[Exercise goal]: Output, without alteration, the first line of the entries and each line after it, stopping with the line that contains "- Up to frame 2".

(Records contained in a dataset)

====

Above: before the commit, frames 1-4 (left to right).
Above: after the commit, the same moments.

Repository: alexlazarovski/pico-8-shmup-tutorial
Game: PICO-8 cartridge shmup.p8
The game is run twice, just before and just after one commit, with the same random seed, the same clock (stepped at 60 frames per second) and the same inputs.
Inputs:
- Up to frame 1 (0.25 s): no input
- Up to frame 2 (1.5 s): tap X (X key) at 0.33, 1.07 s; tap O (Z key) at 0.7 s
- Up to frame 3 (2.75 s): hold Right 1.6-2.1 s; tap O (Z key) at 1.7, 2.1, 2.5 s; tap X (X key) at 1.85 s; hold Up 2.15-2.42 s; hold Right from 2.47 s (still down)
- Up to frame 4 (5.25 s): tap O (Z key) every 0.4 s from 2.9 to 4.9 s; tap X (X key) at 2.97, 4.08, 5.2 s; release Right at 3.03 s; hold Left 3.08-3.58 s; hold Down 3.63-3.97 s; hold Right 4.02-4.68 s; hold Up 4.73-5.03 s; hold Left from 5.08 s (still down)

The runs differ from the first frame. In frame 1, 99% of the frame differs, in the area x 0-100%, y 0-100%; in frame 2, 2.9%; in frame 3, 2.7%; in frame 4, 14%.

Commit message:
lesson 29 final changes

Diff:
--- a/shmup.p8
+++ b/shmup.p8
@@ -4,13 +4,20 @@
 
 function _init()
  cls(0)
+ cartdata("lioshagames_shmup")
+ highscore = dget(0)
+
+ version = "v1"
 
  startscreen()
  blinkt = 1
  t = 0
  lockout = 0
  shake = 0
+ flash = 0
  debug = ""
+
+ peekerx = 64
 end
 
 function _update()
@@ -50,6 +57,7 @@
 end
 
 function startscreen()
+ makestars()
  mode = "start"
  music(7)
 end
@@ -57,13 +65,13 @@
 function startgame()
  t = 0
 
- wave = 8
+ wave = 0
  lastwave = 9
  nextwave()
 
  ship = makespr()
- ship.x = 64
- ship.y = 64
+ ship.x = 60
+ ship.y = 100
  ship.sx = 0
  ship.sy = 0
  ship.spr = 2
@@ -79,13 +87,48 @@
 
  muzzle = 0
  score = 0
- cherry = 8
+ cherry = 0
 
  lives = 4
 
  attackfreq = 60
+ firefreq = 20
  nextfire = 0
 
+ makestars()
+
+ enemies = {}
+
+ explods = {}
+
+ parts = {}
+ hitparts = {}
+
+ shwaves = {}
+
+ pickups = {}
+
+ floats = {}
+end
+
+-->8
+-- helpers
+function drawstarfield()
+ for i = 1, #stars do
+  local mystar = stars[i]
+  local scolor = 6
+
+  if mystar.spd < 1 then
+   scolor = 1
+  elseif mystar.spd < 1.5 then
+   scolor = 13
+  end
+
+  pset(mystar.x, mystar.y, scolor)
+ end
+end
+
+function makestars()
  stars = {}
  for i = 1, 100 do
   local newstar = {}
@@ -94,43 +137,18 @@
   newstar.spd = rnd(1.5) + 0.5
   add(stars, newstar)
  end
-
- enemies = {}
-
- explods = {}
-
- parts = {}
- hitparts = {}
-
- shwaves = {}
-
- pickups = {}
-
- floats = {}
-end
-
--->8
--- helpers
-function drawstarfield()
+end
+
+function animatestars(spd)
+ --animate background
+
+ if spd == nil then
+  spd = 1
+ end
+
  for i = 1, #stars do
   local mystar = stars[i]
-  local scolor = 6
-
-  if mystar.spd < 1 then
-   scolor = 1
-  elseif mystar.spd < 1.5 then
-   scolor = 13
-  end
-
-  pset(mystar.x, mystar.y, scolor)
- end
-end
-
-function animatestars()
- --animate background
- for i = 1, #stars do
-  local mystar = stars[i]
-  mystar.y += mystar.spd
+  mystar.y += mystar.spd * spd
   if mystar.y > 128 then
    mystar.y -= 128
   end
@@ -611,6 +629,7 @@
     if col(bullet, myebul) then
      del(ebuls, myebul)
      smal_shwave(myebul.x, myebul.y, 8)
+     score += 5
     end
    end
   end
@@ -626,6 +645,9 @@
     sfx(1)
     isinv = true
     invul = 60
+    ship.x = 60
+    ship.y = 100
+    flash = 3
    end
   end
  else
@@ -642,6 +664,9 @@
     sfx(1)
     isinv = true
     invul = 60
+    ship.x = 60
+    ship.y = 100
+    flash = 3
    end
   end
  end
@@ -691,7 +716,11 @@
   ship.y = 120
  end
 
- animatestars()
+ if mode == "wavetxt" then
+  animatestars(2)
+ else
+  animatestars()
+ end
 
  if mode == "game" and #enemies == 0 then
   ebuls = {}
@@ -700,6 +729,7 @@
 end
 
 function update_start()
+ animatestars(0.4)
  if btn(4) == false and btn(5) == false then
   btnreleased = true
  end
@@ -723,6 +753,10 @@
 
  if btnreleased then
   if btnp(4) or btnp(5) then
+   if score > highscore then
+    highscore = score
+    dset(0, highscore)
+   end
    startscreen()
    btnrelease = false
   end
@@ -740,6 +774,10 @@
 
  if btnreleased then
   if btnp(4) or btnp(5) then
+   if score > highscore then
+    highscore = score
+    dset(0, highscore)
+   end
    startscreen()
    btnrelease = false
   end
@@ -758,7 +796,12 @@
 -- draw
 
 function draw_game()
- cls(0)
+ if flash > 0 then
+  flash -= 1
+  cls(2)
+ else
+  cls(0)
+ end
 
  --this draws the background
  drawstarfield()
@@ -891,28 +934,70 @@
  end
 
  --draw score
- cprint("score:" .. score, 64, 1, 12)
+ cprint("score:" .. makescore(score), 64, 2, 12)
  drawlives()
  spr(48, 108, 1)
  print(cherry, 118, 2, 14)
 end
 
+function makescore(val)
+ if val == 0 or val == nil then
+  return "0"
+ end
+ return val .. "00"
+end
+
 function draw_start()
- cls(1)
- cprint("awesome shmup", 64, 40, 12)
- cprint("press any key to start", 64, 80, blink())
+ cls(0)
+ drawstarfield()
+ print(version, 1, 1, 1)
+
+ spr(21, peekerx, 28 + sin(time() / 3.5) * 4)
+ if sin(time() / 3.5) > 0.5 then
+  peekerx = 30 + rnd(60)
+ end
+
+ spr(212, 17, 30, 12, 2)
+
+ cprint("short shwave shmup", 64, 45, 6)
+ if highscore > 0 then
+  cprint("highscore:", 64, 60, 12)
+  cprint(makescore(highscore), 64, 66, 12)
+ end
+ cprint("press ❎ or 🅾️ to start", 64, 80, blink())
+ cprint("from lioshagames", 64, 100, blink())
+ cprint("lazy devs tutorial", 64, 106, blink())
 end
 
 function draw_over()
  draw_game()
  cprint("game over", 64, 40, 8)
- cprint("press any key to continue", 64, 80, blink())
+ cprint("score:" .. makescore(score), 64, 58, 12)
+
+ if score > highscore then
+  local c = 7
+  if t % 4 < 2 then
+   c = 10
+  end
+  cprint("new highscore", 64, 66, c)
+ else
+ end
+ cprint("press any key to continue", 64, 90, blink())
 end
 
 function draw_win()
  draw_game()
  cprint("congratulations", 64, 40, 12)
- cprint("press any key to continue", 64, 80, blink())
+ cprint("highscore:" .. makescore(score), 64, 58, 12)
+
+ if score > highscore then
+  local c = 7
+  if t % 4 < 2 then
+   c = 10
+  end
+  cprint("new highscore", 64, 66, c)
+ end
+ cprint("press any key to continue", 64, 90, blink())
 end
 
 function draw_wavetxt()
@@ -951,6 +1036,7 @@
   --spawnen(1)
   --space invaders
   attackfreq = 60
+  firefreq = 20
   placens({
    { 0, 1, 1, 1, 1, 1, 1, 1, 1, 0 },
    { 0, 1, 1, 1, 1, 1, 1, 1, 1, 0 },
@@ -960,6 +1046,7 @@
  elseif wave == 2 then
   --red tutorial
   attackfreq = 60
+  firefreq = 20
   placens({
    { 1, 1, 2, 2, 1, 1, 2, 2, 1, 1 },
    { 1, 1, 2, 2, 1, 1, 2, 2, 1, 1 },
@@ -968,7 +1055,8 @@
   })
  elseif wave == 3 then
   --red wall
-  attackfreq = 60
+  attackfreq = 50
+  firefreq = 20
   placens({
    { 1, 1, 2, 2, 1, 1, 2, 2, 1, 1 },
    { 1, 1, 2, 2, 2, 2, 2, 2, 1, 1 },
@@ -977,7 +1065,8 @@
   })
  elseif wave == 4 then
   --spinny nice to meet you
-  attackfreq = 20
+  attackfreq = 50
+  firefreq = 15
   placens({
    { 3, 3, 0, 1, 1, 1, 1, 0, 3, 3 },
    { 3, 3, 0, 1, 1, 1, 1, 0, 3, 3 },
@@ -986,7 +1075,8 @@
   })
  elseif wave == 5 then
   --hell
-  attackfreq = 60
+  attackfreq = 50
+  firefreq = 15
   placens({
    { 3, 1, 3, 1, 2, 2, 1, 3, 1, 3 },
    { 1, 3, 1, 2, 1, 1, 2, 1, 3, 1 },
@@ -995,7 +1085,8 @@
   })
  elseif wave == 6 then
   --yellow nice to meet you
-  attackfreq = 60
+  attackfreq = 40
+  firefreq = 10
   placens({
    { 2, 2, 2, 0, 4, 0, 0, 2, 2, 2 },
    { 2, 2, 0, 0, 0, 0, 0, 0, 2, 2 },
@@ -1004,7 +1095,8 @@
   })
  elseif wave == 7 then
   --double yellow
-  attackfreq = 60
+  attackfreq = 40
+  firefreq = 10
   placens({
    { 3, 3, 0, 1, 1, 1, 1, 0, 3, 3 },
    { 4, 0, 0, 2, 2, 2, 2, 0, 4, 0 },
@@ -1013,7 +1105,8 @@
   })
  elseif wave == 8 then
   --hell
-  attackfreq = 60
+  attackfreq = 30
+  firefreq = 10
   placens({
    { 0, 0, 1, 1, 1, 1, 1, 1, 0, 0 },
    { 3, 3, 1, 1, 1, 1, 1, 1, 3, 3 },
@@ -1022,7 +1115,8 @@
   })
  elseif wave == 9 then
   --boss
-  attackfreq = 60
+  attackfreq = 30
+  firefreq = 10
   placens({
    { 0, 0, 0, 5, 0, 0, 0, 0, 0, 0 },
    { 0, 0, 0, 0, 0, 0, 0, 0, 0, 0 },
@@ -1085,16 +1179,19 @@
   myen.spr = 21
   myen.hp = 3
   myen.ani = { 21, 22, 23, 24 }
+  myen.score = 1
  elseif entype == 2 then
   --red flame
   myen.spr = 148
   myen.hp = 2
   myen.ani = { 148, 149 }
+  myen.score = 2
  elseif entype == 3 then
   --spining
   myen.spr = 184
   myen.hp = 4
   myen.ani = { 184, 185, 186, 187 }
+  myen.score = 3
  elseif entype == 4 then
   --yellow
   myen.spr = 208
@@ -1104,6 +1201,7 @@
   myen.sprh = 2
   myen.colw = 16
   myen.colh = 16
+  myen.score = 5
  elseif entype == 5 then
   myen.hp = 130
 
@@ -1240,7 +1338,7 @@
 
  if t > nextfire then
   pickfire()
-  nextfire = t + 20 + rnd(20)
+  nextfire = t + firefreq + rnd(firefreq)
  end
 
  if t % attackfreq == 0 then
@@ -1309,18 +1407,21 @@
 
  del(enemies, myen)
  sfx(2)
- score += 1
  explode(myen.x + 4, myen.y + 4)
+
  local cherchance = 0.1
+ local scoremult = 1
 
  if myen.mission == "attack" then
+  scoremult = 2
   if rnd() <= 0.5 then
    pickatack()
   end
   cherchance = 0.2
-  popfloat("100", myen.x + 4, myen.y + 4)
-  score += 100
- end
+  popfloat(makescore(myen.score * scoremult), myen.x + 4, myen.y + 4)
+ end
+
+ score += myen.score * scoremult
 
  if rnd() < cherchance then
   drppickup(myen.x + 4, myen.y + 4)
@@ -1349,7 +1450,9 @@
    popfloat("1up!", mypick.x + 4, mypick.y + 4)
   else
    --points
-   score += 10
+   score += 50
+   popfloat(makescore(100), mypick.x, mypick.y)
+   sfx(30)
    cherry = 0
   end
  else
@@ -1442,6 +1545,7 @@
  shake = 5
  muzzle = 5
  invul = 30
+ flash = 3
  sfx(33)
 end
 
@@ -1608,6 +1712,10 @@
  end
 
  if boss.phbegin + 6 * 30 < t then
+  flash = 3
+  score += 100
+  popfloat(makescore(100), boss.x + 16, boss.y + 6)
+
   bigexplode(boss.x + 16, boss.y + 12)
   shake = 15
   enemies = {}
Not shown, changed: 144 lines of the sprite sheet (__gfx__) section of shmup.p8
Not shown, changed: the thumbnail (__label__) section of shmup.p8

====

[Output below]:
Above: before the commit, frames 1-4 (left to right).
Above: after the commit, the same moments.

Repository: alexlazarovski/pico-8-shmup-tutorial
Game: PICO-8 cartridge shmup.p8
The game is run twice, just before and just after one commit, with the same random seed, the same clock (stepped at 60 frames per second) and the same inputs.
Inputs:
- Up to frame 1 (0.25 s): no input
- Up to frame 2 (1.5 s): tap X (X key) at 0.33, 1.07 s; tap O (Z key) at 0.7 s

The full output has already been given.